Namun peneliti menegaskan anjuran tersebut seharusnya mendorong agar orang-orang mencoba berbagai varian aktivitas fisik. Peneliti juga memastikan agar orang-orang tidak melihat pekerjaan rumah tangga sebagai satu-satunya metode utama yang mereka klaim sebagai olahraga.

Peneliti tentu prihatin dengan kesalahpahaman tentang pekerjaan rumah tangga ini. Apalagi setelah peneliti menganalisis jawaban 4.600 partisipan yang diwawancarai tentang aktivitas fisik mingguan mereka dan diminta melaporkan kebiasaan olahraga serta sejumlah aktivitas lain yang dapat meningkatkan breathing rate atau jumlah hembusan nafas mereka.

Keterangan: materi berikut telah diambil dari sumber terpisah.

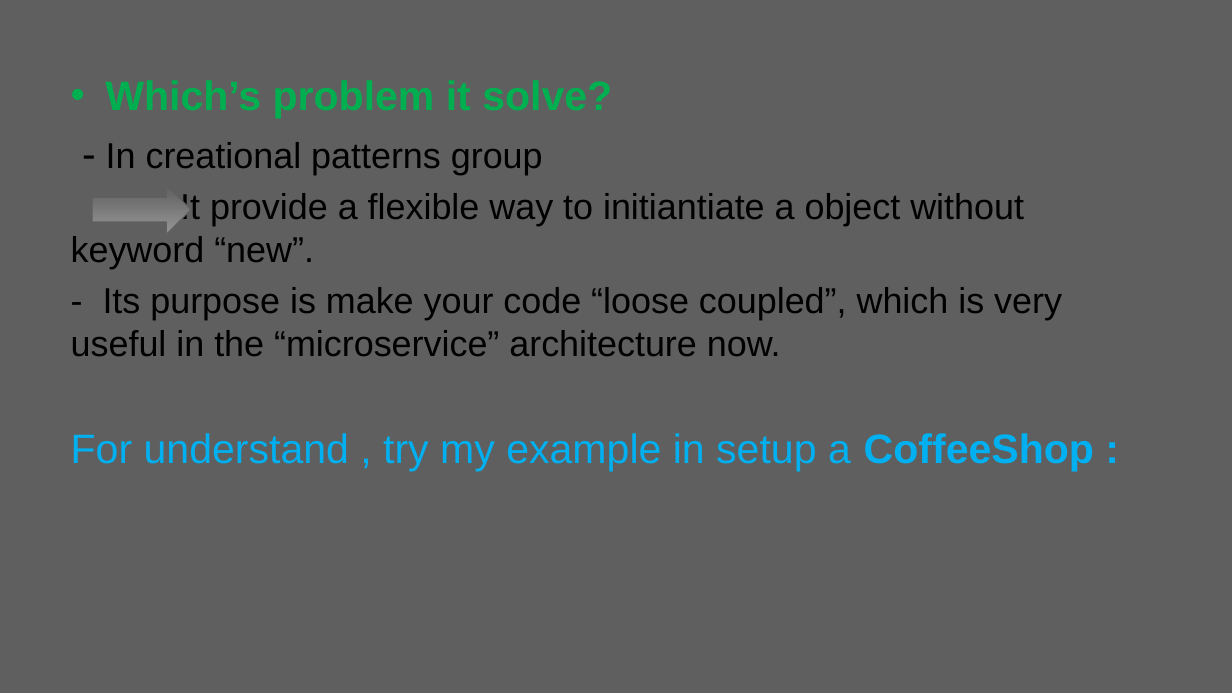
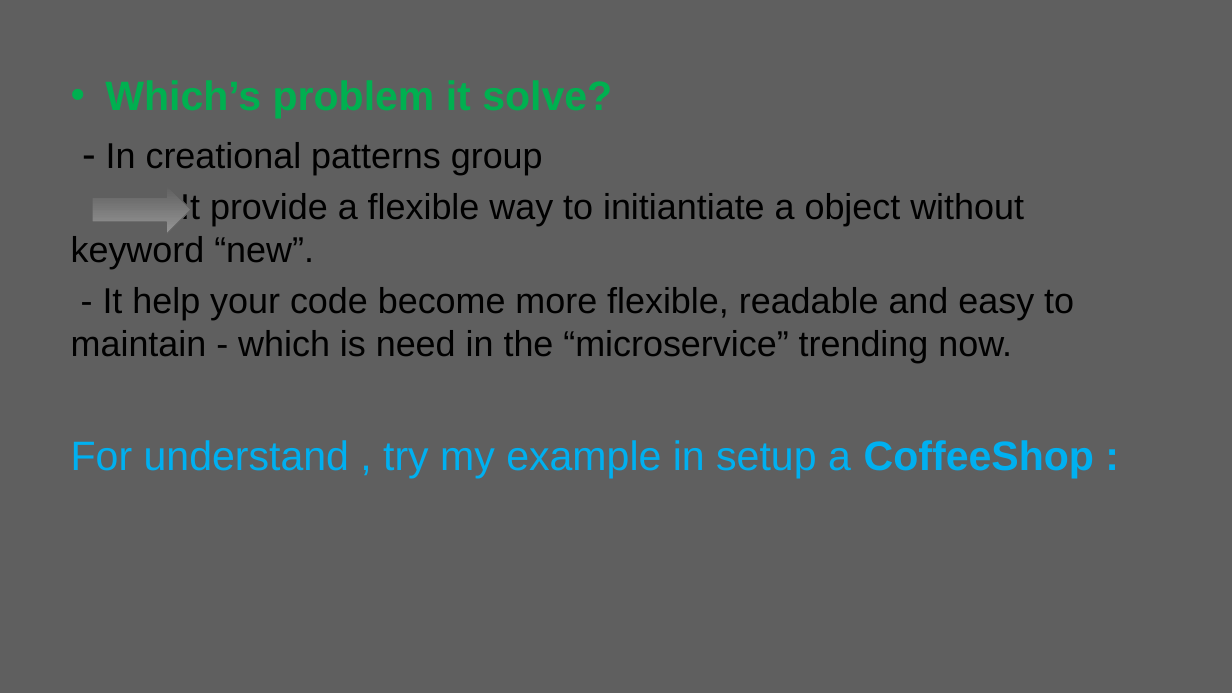
Before and after one commit to duyhelloworld/java-learning, a slide deck: slide 13 of DesignPatterns/slide_Design_Pattern.pptx. Drawn at 1232x693 pixels with LibreOffice and Linux fonts; fonts in the diff are those of the drawing; background and template pictures are left out. Boxes give left, top, right and bottom in pixels: in the first picture for what was removed or moved away, otherwise in the second. Text is boxed around its words. In the diff, an @@ line names an element or a change of style, - is before the commit and + after.

```diff
--- a/DesignPatterns/slide_Design_Pattern.pptx
+++ b/DesignPatterns/slide_Design_Pattern.pptx
@@ text at (71,287,1074,363): text changed @@
-- Its purpose is make your code “loose coupled”, which is very useful in the “microservice” architecture now.
+- It help your code become more flexible, readable and easy to maintain - which is need in the “microservice” trending now.
```
Also in this commit, not shown: 1 slide added, 1 other file.

Pasalnya seperti dilansir Livescience, Sabtu (19/10/2013), hanya 42 persen partisipan yang tercatat dapat memenuhi ketentuan aktivitas fisik standar yaitu olahraga sedang hingga berat selama 150 menit per minggunya. Itupun hampir dua per tiga di antaranya mengaku menghabiskan waktu sedikitnya selama 10 menit untuk melakukan pekerjaan rumah tangga.

Selain itu, wanita dan orang-orang yang berusia lanjut dilaporkan paling banyak menghabiskan waktunya untuk melakukan pekerjaan rumah tangga sebagai bagian dari aktivitas fisik mereka. Namun ketika peneliti 'mengeluarkan' pekerjaan rumah tangga dari daftar aktivitas fisik, maka hanya 20 persen partisipan saja yang memenuhi kriteria aktivitas fisik yang direkomendasikan.

Yang tak kalah mengejutkan, studi yang dilakukan tim peneliti dari University of Ulster, Irlandia Utara itu mengungkapkan bahwa orang-orang yang melakukan pekerjaan rumah tangga dan menganggapnya sebagai olahraga mingguan cenderung lebih gemuk daripada orang yang membedakan antara pekerjaan rumah tangga dengan olahraga biasa.

Faktanya semakin banyak waktu yang dihabiskan seseorang untuk melakukan pekerjaan rumah tangganya sebagai olahraga (yang mereka anggap sebagai olahraga sedang hingga berat), berat badan mereka justru semakin naik.

Dari temuan mereka, peneliti menduga orang-orang yang menganggap pekerjaan rumah tangga itu sama halnya dengan olahraga tampaknya mengabaikan intensitas atau durasi aktivitas yang mereka lakukan. Kalau tidak, mereka mengira jumlah kalori yang mereka bakar ketika melakukan pekerjaan rumah tangga sudah banyak sehingga dengan seenaknya mereka menambah jumlah asupan yang mereka konsumsi.

Kesimpulannya, peneliti mengatakan bahwa pekerjaan rumah tangga tidaklah memberikan manfaat selayaknya yang diberikan aktivitas fisik lain seperti olahraga.